Living Without the CREATE UtilityMaking do in Unix |
|
From "Migration", Access to Wang, April 1994 |
|
[ Prior Article ] [ Return to the Catalog of articles ] [ Next Article ] |
One of the first questions I hear from VS programmers when Unix is mentioned is "What about the CREATE utility?" Many of us have come to depend on a few important VS tools, and CREATE is certainly a member of that group. CREATE and the File Management Utilities (REPORT, INQUIRY) have substituted for programs many times for many users. The existence of CREATE and other strong tools distinguishes the VS environment and has contributed to its success with technical users.
Unix contains a rich set of general purpose utilities that are particularly helpful in processing consecutive files - the native file format for Unix systems. Unlike the broad range of tasks performed by most VS utilities, these Unix tools are designed to perform single tasks and must be combined with other small tools to form workable programs. Fortunately, Unix also offers strong methods for combining such programs, including Standard I/O and powerful script languages.

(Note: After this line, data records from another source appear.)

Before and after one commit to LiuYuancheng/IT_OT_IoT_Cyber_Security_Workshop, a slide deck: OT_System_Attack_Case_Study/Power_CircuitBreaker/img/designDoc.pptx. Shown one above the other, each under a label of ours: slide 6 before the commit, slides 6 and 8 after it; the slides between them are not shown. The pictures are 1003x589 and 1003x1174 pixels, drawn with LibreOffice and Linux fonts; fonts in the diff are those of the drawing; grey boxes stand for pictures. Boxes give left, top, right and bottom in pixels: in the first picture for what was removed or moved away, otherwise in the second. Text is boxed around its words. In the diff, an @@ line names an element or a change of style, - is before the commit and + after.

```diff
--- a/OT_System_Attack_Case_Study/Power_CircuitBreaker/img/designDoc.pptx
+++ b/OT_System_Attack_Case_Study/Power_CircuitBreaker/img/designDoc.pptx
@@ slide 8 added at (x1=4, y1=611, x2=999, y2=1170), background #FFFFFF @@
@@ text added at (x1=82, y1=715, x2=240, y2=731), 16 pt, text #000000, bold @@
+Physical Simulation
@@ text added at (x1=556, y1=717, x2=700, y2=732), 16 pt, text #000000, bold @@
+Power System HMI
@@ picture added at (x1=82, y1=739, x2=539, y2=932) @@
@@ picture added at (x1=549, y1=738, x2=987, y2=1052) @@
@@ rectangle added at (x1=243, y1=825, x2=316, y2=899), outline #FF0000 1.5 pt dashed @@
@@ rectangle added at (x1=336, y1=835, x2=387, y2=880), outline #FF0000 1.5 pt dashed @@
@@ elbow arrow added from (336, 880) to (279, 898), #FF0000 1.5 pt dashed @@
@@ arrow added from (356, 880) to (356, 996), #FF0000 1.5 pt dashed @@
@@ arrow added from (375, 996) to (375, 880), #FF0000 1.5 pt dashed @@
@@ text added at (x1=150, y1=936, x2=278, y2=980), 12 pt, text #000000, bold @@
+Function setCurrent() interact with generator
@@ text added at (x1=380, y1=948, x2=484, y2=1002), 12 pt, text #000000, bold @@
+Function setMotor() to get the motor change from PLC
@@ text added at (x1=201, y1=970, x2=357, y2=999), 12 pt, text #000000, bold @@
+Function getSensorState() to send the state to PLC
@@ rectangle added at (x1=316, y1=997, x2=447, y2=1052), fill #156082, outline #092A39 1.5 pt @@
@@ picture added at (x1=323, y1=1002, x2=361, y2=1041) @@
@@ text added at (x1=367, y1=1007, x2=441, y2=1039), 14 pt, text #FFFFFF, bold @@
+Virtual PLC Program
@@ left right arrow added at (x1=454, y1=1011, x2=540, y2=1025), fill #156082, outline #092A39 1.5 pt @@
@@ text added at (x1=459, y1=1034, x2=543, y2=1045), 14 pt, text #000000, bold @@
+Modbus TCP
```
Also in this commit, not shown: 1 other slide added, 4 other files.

All of the tools mentioned below should be available on all Unix systems. I am intentionally brief in descriptions about each, since most have a plethora of options and minor differences between versions of Unix. Consult the documentation for your system for specific details on each.
First of all, there are no direct replacements for most functions of CREATE. The examples below attempt to show how some real-world problems can be solved by combining small tools. All of the examples are based on consecutive files; indexed files must be built using vendor-supplied utilities for each indexing scheme.

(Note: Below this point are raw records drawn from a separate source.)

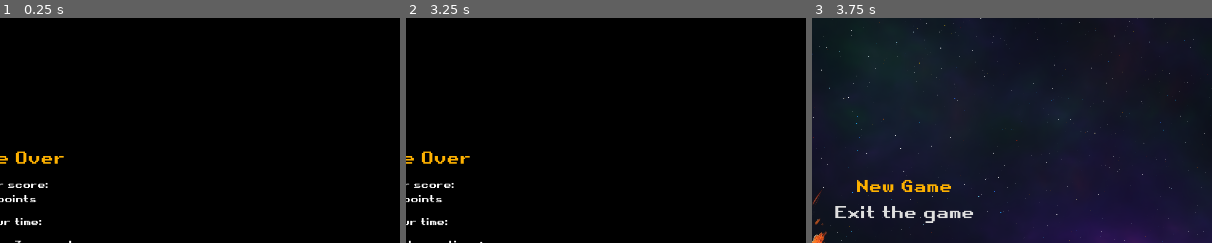
Above: before the commit, frames 1-3 (left to right).
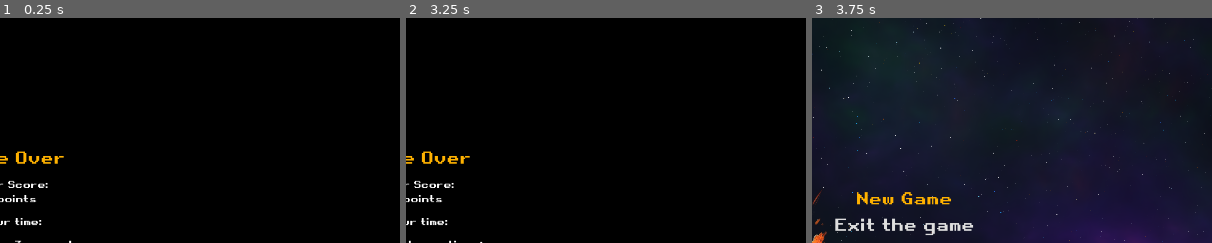
Above: after the commit, the same moments.

Repository: gingerr/ggj-2023-roots-one
Game: Godot game, scene res://game/GameOver.tscn
Same seed, same stepped clock (60 frames per second), same inputs: the game is played once before the commit and once after it. This scene is started directly instead of the project's main scene.
Inputs (mouse positions are % of the whole screen's width and height, from its top left):
- Up to frame 1 (0.25 s): no input
- Up to frame 2 (3.25 s): tap Enter (ui_accept) at 0.5, 0.77, 1.25, 2 s; move the mouse to (72, 45) at 0.52 s; hold Right (ui_right) 0.53-1.25 s; click (72, 45) at 0.67 s; drag from (30, 55) to (45, 70) at 1.27 s; move the mouse to (60, 28) at 2.02 s; hold Right (ui_right) 2.03-2.75 s; drag from (45, 70) to (20, 35) at 2.77 s
- Up to frame 3 (3.75 s): tap Enter (ui_accept) at 3.5 s; move the mouse to (80, 65) at 3.52 s; hold Left (ui_left) from 3.53 s (still down)
The pictures show only the part of the screen within x 49-99%, y 10-60%; the shares and areas given below are measured in that part.

The runs differ from the first frame. In frame 1, less than 0.1% of the frame differs, in the area x 2-4%, y 72-76%; in frame 2, less than 0.1%; in frame 3, 2.8%, in the area x 5-41%, y 72-97%.

Commit message:
adds most basic highscore persistence

Diff:
--- a/game/GameOver.gd
+++ b/game/GameOver.gd
@@ -7,7 +7,8 @@
 func _ready():
 	Input.set_mouse_mode(Input.MOUSE_MODE_VISIBLE)
 	$AudioStreamPlayer.play()
-	%Score.text = "Your score:\n" + str(score) + " points"
+	var newHighScore: String = "NEW HIGHSCORE:" if is_new_highscore(score) else "Your Score:"
+	%Score.text = newHighScore + "\n" + str(score) + " points"
 	%Time.text = "Your time:\n" + time
 
 func _process(delta):
@@ -25,3 +26,10 @@
 
 func _on_Timer_timeout():
 	timer_done = true
+
+func is_new_highscore(value: int) -> bool:
+	if (value > HighScore.getScore()):
+		HighScore.setScore(value)
+		return true
+	else:
+		return false
--- /dev/null
+++ b/high_score.gd
@@ -0,0 +1,8 @@
+class_name HighScore
+extends Resource
+
+static func getScore() -> int:
+	return int(Utils.load_text_file("user://highscore.txt"))
+
+static func setScore(value: int) -> void:
+	Utils.save_text_file("user://highscore.txt", str(value))
--- a/pregame/MainMenu.gd
+++ b/pregame/MainMenu.gd
@@ -2,6 +2,11 @@
 
 func _ready():
 	%NewGame.grab_focus()
+	var highScore = HighScore.getScore()
+	if (highScore):
+		%HighScore.text = "HighScore: " + str(highScore)
+	else:
+		%HighScore.visible = false
 
 func _on_NewGame_pressed():
 	get_tree().paused = false
--- a/pregame/MainMenu.tscn
+++ b/pregame/MainMenu.tscn
@@ -31,13 +31,10 @@
 size_flags_vertical = 3
 alignment = 1
 
-[node name="Name" type="Label" parent="HBoxContainer/VBoxContainer"]
-visible = false
-layout_mode = 2
-text = "shRooter"
-
 [node name="MarginContainer" type="MarginContainer" parent="HBoxContainer/VBoxContainer"]
 layout_mode = 2
+theme_override_constants/margin_top = 128
+theme_override_constants/margin_bottom = 64
 
 [node name="Selection" type="VBoxContainer" parent="HBoxContainer/VBoxContainer/MarginContainer"]
 unique_name_in_owner = true
@@ -114,6 +111,15 @@
 text = "Back"
 flat = true
 
+[node name="MarginContainer2" type="MarginContainer" parent="HBoxContainer/VBoxContainer"]
+layout_mode = 2
+
+[node name="HighScore" type="Label" parent="HBoxContainer/VBoxContainer/MarginContainer2"]
+unique_name_in_owner = true
+layout_mode = 2
+text = "HighScore: 123"
+horizontal_alignment = 1
+
 [node name="VBoxContainer" type="MarginContainer" parent="."]
 layout_mode = 2
 size_flags_vertical = 10
--- a/util/Utils.gd
+++ b/util/Utils.gd
@@ -6,11 +6,21 @@
 		return true
 	return false
 
-static func load_text_file(path):
+static func load_text_file(path: String):
 	var file = FileAccess.open(path, FileAccess.READ)
-	if file.get_error() != OK:
-		printerr("Could not open file, error code ", file.get_error())
+	if !file:
+		printerr("Could not open file, error code ", FileAccess.get_open_error())
 		return ""
 
 	var stext = file.get_as_text()
+	file.close()
 	return stext
+
+static func save_text_file(path: String, content: String):
+	var file = FileAccess.open(path, FileAccess.WRITE)
+	if !file:
+		printerr("Could not open file, error code ", FileAccess.get_open_error())
+		return ""
+
+	file.store_string(content)
+	file.close()
Not shown: 1 places in background/BackgroundLayer.tscn that only renumber resources

I assume here that you are generally familiar with the CREATE utility and have access to a Unix prompt. In the examples below the sample files have fields in specific positions (not separated by tabs or other characters) and records end with line feeds; in other words, they are fixed-format consecutive files. (In general, Unix tools expect line feeds as delimiters between records, though some can be set up to use character counts and byte offsets instead.)
Like CREATE, using Unix text tools to create data requires some research and care in specification. Field positions, line and record delimiters, and other technical characteristics of input files must be clearly known for successful results. Complex file merges may require the use of intermediate work files, so it may be necessary to know where space is available on your system.
Easy. The touch utility will create a file if no file exists by that name previously. (The other purpose of touch is to update the date and time the file was last modified.) For example: touch myfile.txt creates a new file. Since Unix does not know or care about file parameters (record size, expected record count, field contents, etc.), much of the complexity of defining a Wang output file is removed.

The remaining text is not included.